Court Decision Tells Planning Boards to Obey the Law
 
     
 

By James B. Bacon, Esq.

On August 8th, the Appellate Division of the Supreme Court ordered the Southeast Planning Board to prepare a Supplemental Environmental Impact Statement (SEIS) for a proposed 104-unit housing development known as “Meadows at Deans Corners.” (Meadows).

The ruling marks a dramatic end to a David vs. Goliath 4-year legal battle waged to protect the drinking water of 9 million New Yorkers. It is no secret that drinking water quality has declined as the reservoirs have become choked from years of unchecked development. Stormwater brings phosphorus into the reservoirs which fertilize the growth of algae. Sounds simple? Limit phosphorus – limit pollution? Not so simple.

The Croton Watershed Clean Water Coalition (CWCWC) and Putnam County Coalition to Preserve Open Space (PCCPOS), two not-for-profit citizens’ groups, have fought hard to educate lead agencies, such as Town Boards and Planning Boards, that they must require accurate and detailed information in reviewing a project’s environmental impacts during the State Environmental Quality Review Act (SEQRA) process.
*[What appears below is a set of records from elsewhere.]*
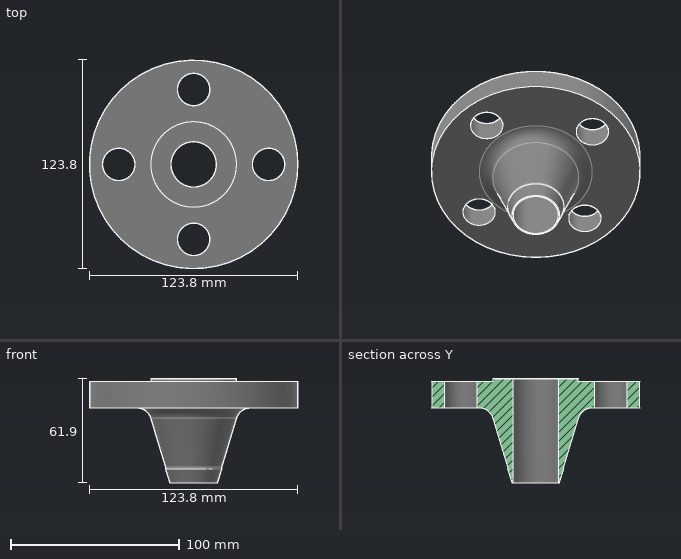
import cadquery as cq
import math

flange_diameter = 123.8
flange_thickness = 15.9
face_diameter = 50.8
face_height = 1.6
overall_height = 61.9

bore_diameter = 26.7
bolt_hole_diameter = 19.1
bolt_circle_diameter = 88.9
bolt_count = 4

neck_tip_radius = 14.1
neck_end_radius = 16.7
bevel_height = 8.3
straight_length = 1.1
neck_root_radius = 25.5
fillet_height = 6.0

flange_top = overall_height - face_height
flange_bottom = flange_top - flange_thickness
root_z = flange_bottom - fillet_height
taper_start_z = bevel_height + straight_length

taper_angle = math.atan2(neck_root_radius - neck_end_radius, root_z - taper_start_z)
fillet_radius = fillet_height / (1 - math.sin(taper_angle))
fillet_center_x = neck_root_radius + fillet_radius * math.cos(taper_angle)
fillet_center_z = flange_bottom - fillet_radius
middle_angle = (math.pi / 2 + math.pi - taper_angle) / 2
fillet_middle = (
    fillet_center_x + fillet_radius * math.cos(middle_angle),
    fillet_center_z + fillet_radius * math.sin(middle_angle),
)


def revolved_body():
    """Raised face, flange and neck with the bore, revolved about Z."""
    return (
        cq.Workplane("XZ")
        .moveTo(bore_diameter / 2, 0)
        .lineTo(neck_tip_radius, 0)
        .lineTo(neck_end_radius, bevel_height)
        .lineTo(neck_end_radius, taper_start_z)
        .lineTo(neck_root_radius, root_z)
        .threePointArc(fillet_middle, (fillet_center_x, flange_bottom))
        .lineTo(flange_diameter / 2, flange_bottom)
        .lineTo(flange_diameter / 2, flange_top)
        .lineTo(face_diameter / 2, flange_top)
        .lineTo(face_diameter / 2, overall_height)
        .lineTo(bore_diameter / 2, overall_height)
        .close()
        .revolve(360, (0, 0, 0), (0, 1, 0))
    )


def bolt_holes():
    """Cylinders that cut the bolt holes through the flange."""
    return (
        cq.Workplane("XY", origin=(0, 0, flange_bottom))
        .polarArray(bolt_circle_diameter / 2, 0, 360, bolt_count)
        .circle(bolt_hole_diameter / 2)
        .extrude(flange_thickness)
    )


result = revolved_body().cut(bolt_holes())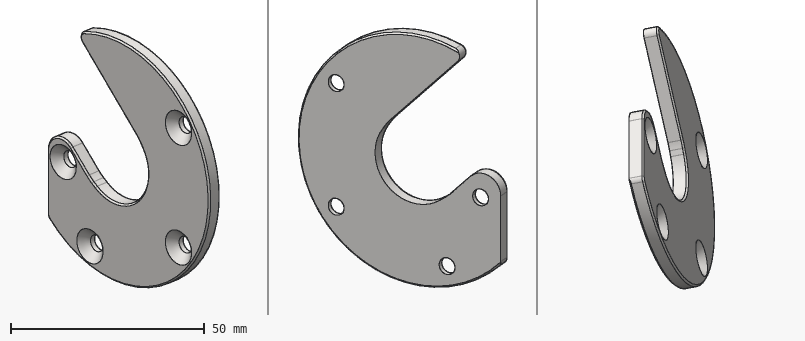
import cadquery as cq
import math

thickness = 4.0
outer_radius = 34.75
throat_radius = 12.0
mouth_half_width = 12.3
taper_angle = math.radians(10.5)
mouth_blend_radius = 11.8
flat_x = -24.7
lower_tip_radius = 5.3
upper_tip_radius = 2.0
corner_radius = 2.0
edge_chamfer = 0.5
hole_radius = 2.3
sink_radius = 4.8
sink_depth = sink_radius - hole_radius
hole_x = 23.4
hole_z = 17.1
hole_centers = [
    (hole_x, hole_z),
    (hole_x, -hole_z),
    (-9.0, -27.65),
    (-18.8, -6.9),
]

mouth_length = 2 * outer_radius
diagonal = math.sqrt(0.5)


def from_mouth_axis(along, across):
    """Local XZ point from distances along the mouth axis (up-left) and across it (up-right)."""
    return ((across - along) * diagonal, (across + along) * diagonal)


def make_mouth():
    """Mouth and round throat: parallel walls, blended into walls that taper to the throat arc."""
    taper_end_along = -throat_radius * math.sin(taper_angle)
    taper_end_across = throat_radius * math.cos(taper_angle)
    bend_along = taper_end_along + (mouth_half_width - taper_end_across) / math.tan(taper_angle)
    blend_reach = mouth_blend_radius * math.tan(taper_angle / 2)
    blend_end_along = bend_along - blend_reach * math.cos(taper_angle)
    blend_end_across = mouth_half_width - blend_reach * math.sin(taper_angle)
    wall_end_along = bend_along + blend_reach
    return (
        cq.Workplane("XZ")
        .moveTo(*from_mouth_axis(mouth_length, mouth_half_width))
        .lineTo(*from_mouth_axis(wall_end_along, mouth_half_width))
        .tangentArcPoint(from_mouth_axis(blend_end_along, blend_end_across), relative=False)
        .lineTo(*from_mouth_axis(taper_end_along, taper_end_across))
        .tangentArcPoint(from_mouth_axis(taper_end_along, -taper_end_across), relative=False)
        .lineTo(*from_mouth_axis(blend_end_along, -blend_end_across))
        .tangentArcPoint(from_mouth_axis(wall_end_along, -mouth_half_width), relative=False)
        .lineTo(*from_mouth_axis(mouth_length, -mouth_half_width))
        .close()
        .extrude(-thickness)
    )


def make_disc():
    return cq.Workplane("XZ").circle(outer_radius).extrude(-thickness)


def make_plate():
    """Hook outline extruded from the front face (y = 0) back to y = thickness."""
    kept_side = (
        cq.Workplane("XY")
        .box(2 * outer_radius, thickness, 2 * outer_radius, centered=(False, False, True))
        .translate((flat_x, 0, 0))
    )
    return make_disc().intersect(kept_side).cut(make_mouth())


def edge_near(x, z):
    """Selector for the outline corner edge closest to (x, z)."""
    return cq.selectors.NearestToPointSelector((x, thickness / 2, z))


def round_corners(plate):
    """Round the two arm tips and the corner between the left side and the rim."""
    rim_along = math.sqrt(outer_radius**2 - mouth_half_width**2)
    upper_x, upper_z = from_mouth_axis(rim_along, mouth_half_width)
    lower_tip_z = -mouth_half_width / diagonal - flat_x
    corner_z = -math.sqrt(outer_radius**2 - flat_x**2)
    corners = [
        (upper_x, upper_z, upper_tip_radius),
        (flat_x, lower_tip_z, lower_tip_radius),
        (flat_x, corner_z, corner_radius),
    ]
    for x, z, radius in corners:
        plate = plate.edges("|Y").edges(edge_near(x, z)).fillet(radius)
    return plate


def countersunk_hole(x, z):
    """Cutter for one hole, countersunk from the front face."""
    profile = [
        (0, 0),
        (sink_radius, 0),
        (hole_radius, sink_depth),
        (hole_radius, thickness),
        (0, thickness),
    ]
    cutter = cq.Workplane("XY").polyline(profile).close().revolve(360, (0, 0), (0, 1))
    return cutter.translate((x, 0, z))


result = round_corners(make_plate()).faces("<Y").chamfer(edge_chamfer)
result = result.intersect(make_disc().faces(">Y").chamfer(edge_chamfer))
for x, z in hole_centers:
    result = result.cut(countersunk_hole(x, z))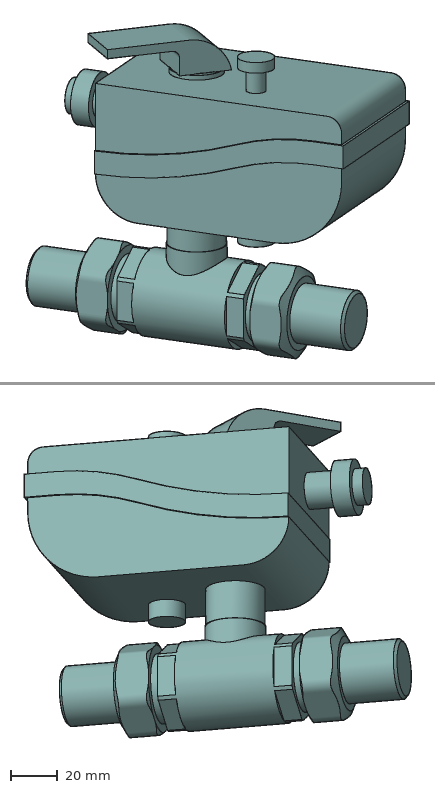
import cadquery as cq
import math

HEX_HALF_SECTOR = math.radians(30)


pipe_half_length = 75.0
pipe_radius = 13.0
pipe_chamfer = 1.3
barrel_radius = 19.3
barrel_half_length = 21.9
hex_end_outer_x = 29.8
hex_end_flats = 34.3
collar_radius = 15.2
neck_root_radius = 13.0
neck_root_top_z = 25.0
neck_radius = 12.8

nut_inner_x = 33.5
nut_outer_x = 49.8
nut_flats = 37.3
nut_edge_fillet = 5.9
nut_outer_face_radius = 16.1
nut_inner_face_radius = 18.8
nut_chamfer_angle = 30.0

housing_left_x = -32.7
housing_right_x = 83.3
housing_width = 66.0
base_bottom_z = 41.8
cover_top_z = 102.2
base_right_radius = 31.6
cover_corner_radius = 6.9
band_right_x = 84.5
band_width = 68.3
band_height = 10.4
band_left_z = 61.7
wave_end_x = 70.2
wave_rise = 18.2
wave_join_fraction = 0.65

gland_z = 83.4
gland_radius = 8.0
gland_end_x = -58.5
gland_ring_radius = 12.1
gland_ring_left_x = -53.9
gland_ring_right_x = -45.5

pin_x = 34.0
pin_y = -13.2
pin_shank_radius = 4.3
pin_head_radius = 8.0
pin_head_bottom_z = 112.6
pin_top_z = 117.4
boss_bottom_z = 34.1

lever_angle = 45.0
lever_width = 24.0
lever_tip = -45.3
lever_block_start = -12.3
lever_block_end = 11.5
lever_nose_start = -8.0
lever_bottom_z = 105.3
lever_top_z = 120.9
lever_thickness = 4.1
lever_inner_fillet = 3.7
hub_lower_radius = 12.0
hub_step_z = 104.3
hub_upper_radius = 11.8


def x_cylinder(radius, start_x, end_x, z=0.0):
    """Round bar along X from start_x to end_x."""
    return cq.Workplane("YZ", origin=(start_x, 0, z)).circle(radius).extrude(end_x - start_x)


def z_cylinder(radius, start_z, end_z, x=0.0, y=0.0):
    """Round bar along Z from start_z to end_z."""
    return cq.Workplane("XY", origin=(x, y, start_z)).circle(radius).extrude(end_z - start_z)


def x_hexagon(flats, start_x, end_x):
    """Hexagonal bar along X with its corners pointing up and down."""
    corner_diameter = flats / math.cos(HEX_HALF_SECTOR)
    bar = cq.Workplane("YZ", origin=(start_x, 0, 0)).transformed(rotate=(0, 0, 90))
    return bar.polygon(6, corner_diameter).extrude(end_x - start_x)


def make_valve_body():
    """Barrel with hexagonal ends, collars, pipe stubs and the neck."""
    valve = x_cylinder(pipe_radius, -pipe_half_length, pipe_half_length)
    valve = valve.faces("<X or >X").chamfer(pipe_chamfer)
    valve = valve.union(x_cylinder(collar_radius, -nut_inner_x, nut_inner_x))
    hex_ends = x_hexagon(hex_end_flats, -hex_end_outer_x, hex_end_outer_x)
    hex_ends = hex_ends.intersect(x_cylinder(barrel_radius, -hex_end_outer_x, hex_end_outer_x))
    valve = valve.union(hex_ends)
    valve = valve.union(x_cylinder(barrel_radius, -barrel_half_length, barrel_half_length))
    valve = valve.union(z_cylinder(neck_root_radius, 0, neck_root_top_z))
    return valve.union(z_cylinder(neck_radius, 0, base_bottom_z))


def make_nut(side):
    """Union nut with rounded edges and conical end chamfers; side is -1 or +1 along X."""
    nut = x_hexagon(nut_flats, nut_inner_x, nut_outer_x).edges("|X").fillet(nut_edge_fillet)
    slope = math.tan(math.radians(nut_chamfer_angle))
    rim_radius = nut_flats / 2 / math.cos(HEX_HALF_SECTOR)
    outer_run = (rim_radius - nut_outer_face_radius) * slope
    inner_run = (rim_radius - nut_inner_face_radius) * slope
    chamfer_envelope = (
        cq.Workplane("XZ")
        .moveTo(nut_inner_x, 0)
        .lineTo(nut_inner_x, nut_inner_face_radius)
        .lineTo(nut_inner_x + inner_run, rim_radius)
        .lineTo(nut_outer_x - outer_run, rim_radius)
        .lineTo(nut_outer_x, nut_outer_face_radius)
        .lineTo(nut_outer_x, 0)
        .close()
        .revolve(360, (0, 0, 0), (1, 0, 0))
    )
    nut = nut.intersect(chamfer_envelope)
    nut = nut.cut(x_cylinder(pipe_radius, nut_inner_x, nut_outer_x))
    if side < 0:
        nut = nut.mirror("YZ")
    return nut


def extrude_outline(outline, width):
    """Extrude a closed XZ outline to the given width, centred on Y = 0."""
    return outline.close().extrude(width / 2, both=True)


def wave_points(left_z):
    """Points of the S-shaped joint: two tangent arcs, level at both ends, each with its middle point."""
    lower_run = wave_join_fraction * (wave_end_x - housing_left_x)
    lower_rise = wave_join_fraction * wave_rise
    lower_radius = (lower_run**2 + lower_rise**2) / (2 * lower_rise)
    half_angle = math.asin(lower_run / lower_radius) / 2
    middle_run = lower_radius * math.sin(half_angle)
    middle_rise = lower_radius * (1 - math.cos(half_angle))
    upper_scale = (1 - wave_join_fraction) / wave_join_fraction
    right_z = left_z + wave_rise
    return [
        (housing_left_x, left_z),
        (housing_left_x + middle_run, left_z + middle_rise),
        (housing_left_x + lower_run, left_z + lower_rise),
        (wave_end_x - upper_scale * middle_run, right_z - upper_scale * middle_rise),
        (wave_end_x, right_z),
    ]


def follow_wave(outline, points):
    """Continue an outline from the first wave point along both arcs to the last."""
    return outline.threePointArc(points[1], points[2]).threePointArc(points[3], points[4])


def make_base():
    """Lower housing with rounded lower corners and the boss under the pin."""
    wave = wave_points(band_left_z)
    left_radius = band_left_z - base_bottom_z
    right_z = wave[-1][1]
    outline = follow_wave(cq.Workplane("XZ").moveTo(*wave[0]), wave)
    outline = (
        outline.lineTo(housing_right_x, right_z)
        .lineTo(housing_right_x, base_bottom_z)
        .lineTo(housing_left_x + left_radius, base_bottom_z)
        .radiusArc(wave[0], left_radius)
    )
    base = extrude_outline(outline, housing_width)
    base = base.edges("<Z and >X").fillet(base_right_radius)
    return base.union(z_cylinder(pin_head_radius, boss_bottom_z, base_bottom_z, pin_x, pin_y))


def make_band():
    """Wavy band between base and cover, standing proud of them on three sides."""
    lower_wave = wave_points(band_left_z)
    upper_wave = wave_points(band_left_z + band_height)
    outline = follow_wave(cq.Workplane("XZ").moveTo(*lower_wave[0]), lower_wave)
    outline = (
        outline.lineTo(band_right_x, lower_wave[-1][1])
        .lineTo(band_right_x, upper_wave[-1][1])
        .lineTo(*upper_wave[-1])
    )
    outline = follow_wave(outline, upper_wave[::-1])
    return extrude_outline(outline, band_width)


def make_cover():
    """Upper housing with one rounded top edge and the cable gland on its end wall."""
    wave = wave_points(band_left_z + band_height)
    right_z = wave[-1][1]
    outline = follow_wave(cq.Workplane("XZ").moveTo(*wave[0]), wave)
    outline = (
        outline.lineTo(housing_right_x, right_z)
        .lineTo(housing_right_x, cover_top_z)
        .lineTo(housing_left_x, cover_top_z)
    )
    cover = extrude_outline(outline, housing_width)
    cover = cover.edges(">Z and >X").fillet(cover_corner_radius)
    cover = cover.union(x_cylinder(gland_radius, gland_end_x, housing_left_x, gland_z))
    return cover.union(x_cylinder(gland_ring_radius, gland_ring_left_x, gland_ring_right_x, gland_z))


def make_pin():
    """Headed push pin standing on the cover."""
    shank = z_cylinder(pin_shank_radius, cover_top_z, pin_top_z, pin_x, pin_y)
    return shank.union(z_cylinder(pin_head_radius, pin_head_bottom_z, pin_top_z, pin_x, pin_y))


def make_lever():
    """Hand lever with a rounded nose, turned about its round hub."""
    nose_run = lever_block_end - lever_nose_start
    nose_drop = lever_top_z - lever_bottom_z
    nose_radius = (nose_run**2 + nose_drop**2) / (2 * nose_drop)
    half_angle = math.asin(nose_run / nose_radius) / 2
    nose_middle = (
        lever_nose_start + nose_radius * math.sin(half_angle),
        lever_top_z - nose_radius * (1 - math.cos(half_angle)),
    )
    underside_z = lever_top_z - lever_thickness
    outline = (
        cq.Workplane("XZ")
        .moveTo(lever_tip, lever_top_z)
        .lineTo(lever_nose_start, lever_top_z)
        .threePointArc(nose_middle, (lever_block_end, lever_bottom_z))
        .lineTo(lever_block_start, lever_bottom_z)
        .lineTo(lever_block_start, underside_z - lever_inner_fillet)
        .radiusArc((lever_block_start - lever_inner_fillet, underside_z), -lever_inner_fillet)
        .lineTo(lever_tip, underside_z)
    )
    lever = extrude_outline(outline, lever_width)
    lever = lever.rotate((0, 0, 0), (0, 0, 1), lever_angle)
    lever = lever.union(z_cylinder(hub_upper_radius, cover_top_z, lever_bottom_z))
    return lever.union(z_cylinder(hub_lower_radius, cover_top_z, hub_step_z))


valve_body = make_valve_body()
nuts = [make_nut(side) for side in (-1, 1)]
base = make_base()
band = make_band()
cover = make_cover()
pin = make_pin()
lever = make_lever()

result = cq.Compound.makeCompound([
    valve_body.val(),
    *[nut.val() for nut in nuts],
    base.val(),
    band.val(),
    cover.val(),
    pin.val(),
    lever.val(),
])

Too often, lead agencies have completed SEQRA leaving the heavy lifting to the underfunded and understaffed N.Y.C. Department of Environmental Protection (DEP) or N.Y.S. Department of Environmental Conservation (DEC) to review sewer and stormwater impacts. Many lead agencies believe they don’t have the power to tell a developer to cut down a project’s density to avoid wetlands, streams or reservoir impacts. They are wrong and the Meadows decision tells them they are wrong. The Meadows decision hinged on the fact that the Southeast Planning Board jumped the gun in approving the project without examining critical environmental impacts. Later review by the Army Corps of Engineers (ACOE), Environmental Protection Agency (EPA) and the U.S. Fish and Wildlife Service (USFWS) revealed the Planning Board had not done its job in weighing and mitigating those impacts.

The Court’s ruling affirms that lead agencies must obey the law and protect the reservoirs. They have the tools to do so. Both Southeast and Carmel adopted the “Croton Plan,” designed with assistance from EPA, DEC and DEP to bring polluted reservoirs back into compliance with NYS water quality standards by targeting phosphorus. Groups such as CWCWC and PCCPOS should not be forced to fight lead agencies to follow the Croton Plan.

Southeast and Carmel have a wealth of interested and educated citizens. Many are willing to volunteer to ensure that wetlands laws are enforced and stream corridors protected. The Towns must also do their part. Where existing plazas continue to pollute, drainage districts should be formed to require remediation without taxpayer dollars funding the cleanup. Existing mapping resources created by DEP show the trouble spots. There is no mystery, yet action is needed now to prevent further degradation of this most vital drinking resource.

While the Court’s ruling is a bitter lesson for the developers, it is also an opportunity for the Town of Southeast to work with its Planning Board to ensure that the Croton Plan’s goals are met. This responsibility should not be taken lightly and it is by all accounts, a daunting task.

The towns do not have to bear this burden alone. Extensive technical assistance is available from the Office of the Attorney General from Jim Tierney. The Pace Law Land Use Center and Riverkeeper are also invaluable resources. For their part, the citizen groups pledge to assist the towns to achieve the Croton Plan's goals. It can be done; it must be done to protect our drinking water and our future.